- Work task:
Show every line from the data below that includes "presentation".

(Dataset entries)
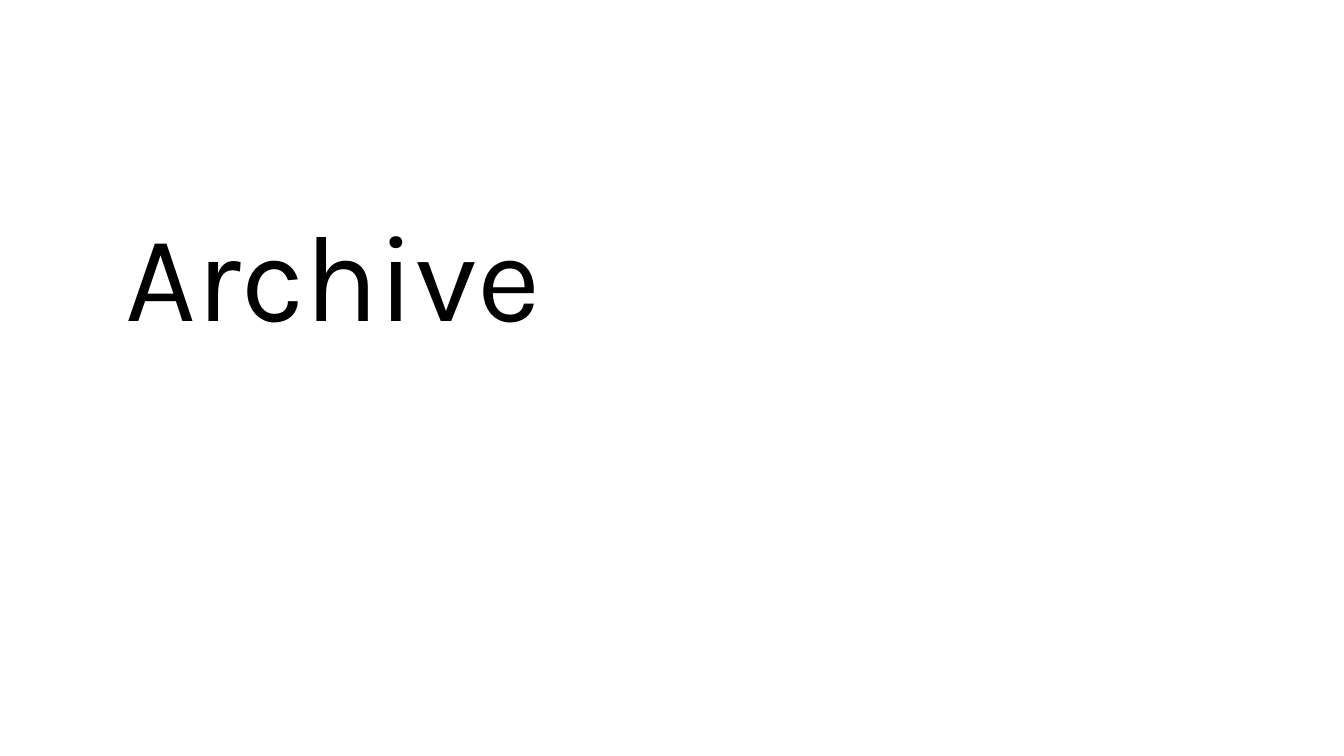
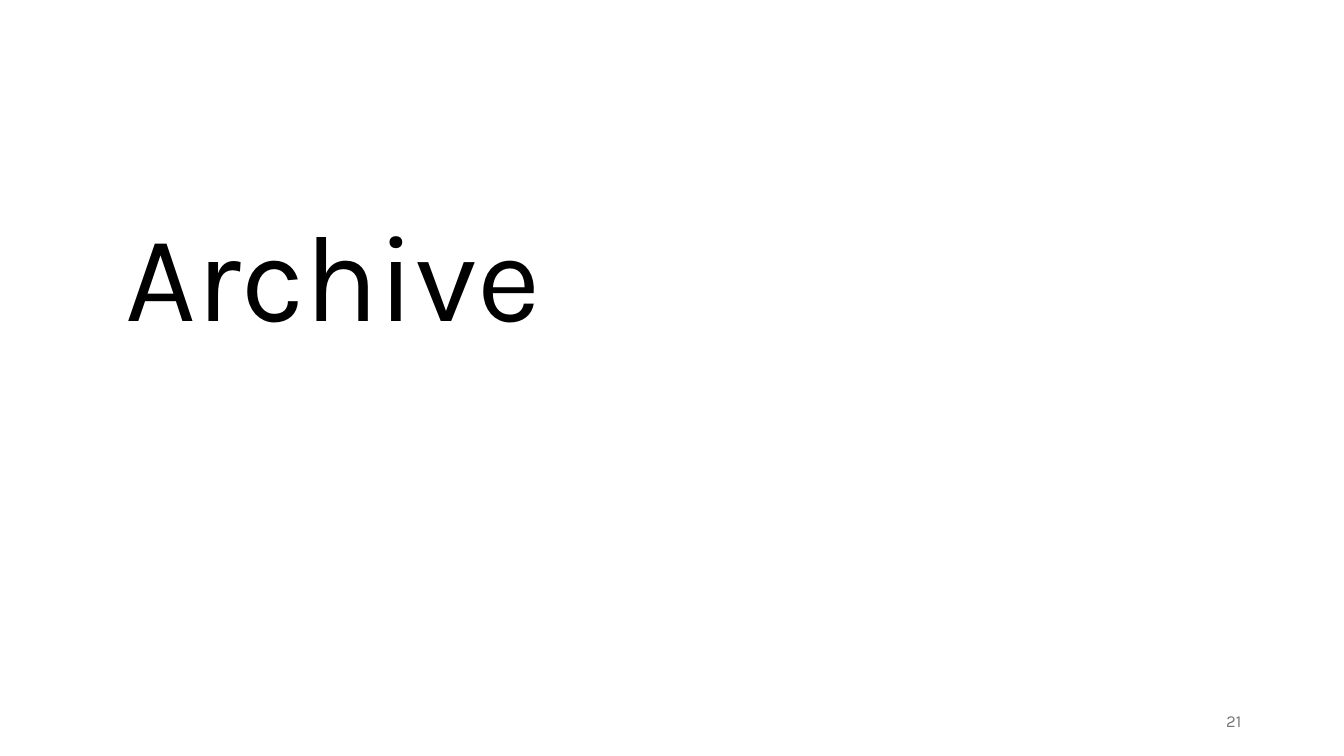
Before and after one commit to CJ770411/L4137_HBEC_EV_Transcriptomics-Project, a slide deck: slide 21 of viva/presentation/drafts/viva_presentation_DRAFT_1.pptx (slide 17 before the commit). Drawn at 1344x756 pixels with LibreOffice and Linux fonts; fonts in the diff are those of the drawing. Boxes give left, top, right and bottom in pixels: in the first picture for what was removed or moved away, otherwise in the second. Text is boxed around its words. In the diff, an @@ line names an element or a change of style, - is before the commit and + after.

```diff
--- a/viva/presentation/drafts/viva_presentation_DRAFT_1.pptx
+++ b/viva/presentation/drafts/viva_presentation_DRAFT_1.pptx
@@ page number added at [1226, 716, 1241, 727], 12 pt, text #797979 @@
+21
```
Also in this commit, not shown: 17 other slides changed, 11 slides added, 5 slides removed, 4 other files.

- Exercise solution:
Before and after one commit to CJ770411/L4137_HBEC_EV_Transcriptomics-Project, a slide deck: slide 21 of viva/presentation/drafts/viva_presentation_DRAFT_1.pptx (slide 17 before the commit). Drawn at 1344x756 pixels with LibreOffice and Linux fonts; fonts in the diff are those of the drawing. Boxes give left, top, right and bottom in pixels: in the first picture for what was removed or moved away, otherwise in the second. Text is boxed around its words. In the diff, an @@ line names an element or a change of style, - is before the commit and + after.
--- a/viva/presentation/drafts/viva_presentation_DRAFT_1.pptx
+++ b/viva/presentation/drafts/viva_presentation_DRAFT_1.pptx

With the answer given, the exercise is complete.